Comparison of structural properties between reduced (group I), peroxide-sensitive (group II), and oxidized (group III) cysteine thiols. A, pKa values of cysteine thiols classified as reduced, peroxide-sensitive, or oxidized as predicted by PROPKA (version 2.0). Distribution of pKa values is significantly different among the three sets according to Kruskal-Wallis one-way analysis of variance (p value = 0.01). The median of each group is shown by a solid line.

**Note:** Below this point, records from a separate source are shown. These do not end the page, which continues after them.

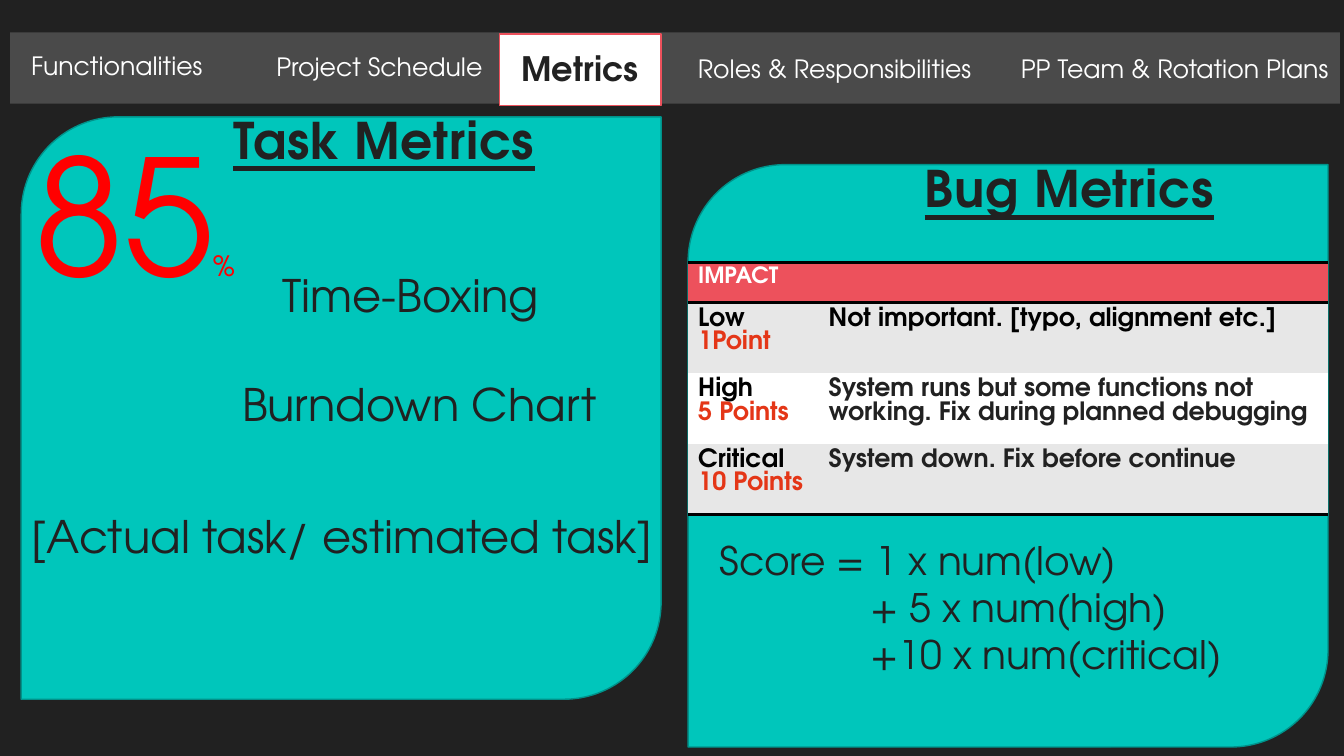
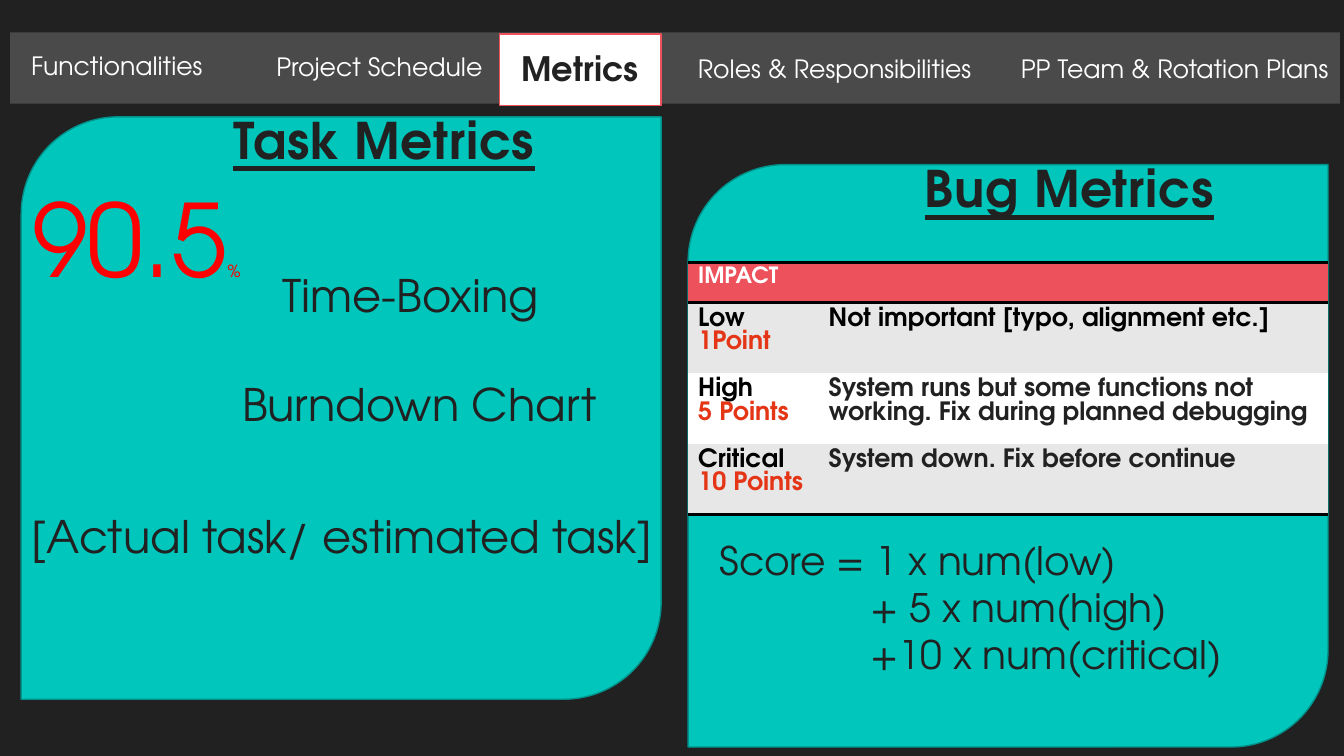
Before and after one commit to jerots/SMUAnalytics, a slide deck: slide 9 of presentations/pmReview.pptx. Drawn at 1344x756 pixels with LibreOffice and Linux fonts; fonts in the diff are those of the drawing. Boxes give left, top, right and bottom in pixels: in the first picture for what was removed or moved away, otherwise in the second. Text is boxed around its words. In the diff, an @@ line names an element or a change of style, - is before the commit and + after.

```diff
--- a/presentations/pmReview.pptx
+++ b/presentations/pmReview.pptx
@@ text at (x1=32, y1=201, x2=227, y2=279): text changed; size 115 to 72 pt @@
-85%
+90.5%
@@ table at (x1=689, y1=262, x2=1329, y2=514) @@
-row 2, column 2: Not important. [typo, alignment etc.]
+row 2, column 2: Not important [typo, alignment etc.]
```
Also in this commit, not shown: 2 other slides changed.

B, distribution of interatomic interactions between the identified cysteine thiols and residues found within a 3 Å distance in reduced (black bars), peroxide sensitive (light gray bars), and oxidized (dark gray bars) groups. C, prediction of disulfide bond-forming propensity according to PROPKA 2.0, which uses a S–S distance criterion of 2.5 Å. D, relative accessibility of cysteine thiols. E, STRIDE analysis of secondary structure elements harboring the identified cysteines. Crystal structures of the respective proteins were used as input (see supplemental Table S2). pos., positively; neg. negatively.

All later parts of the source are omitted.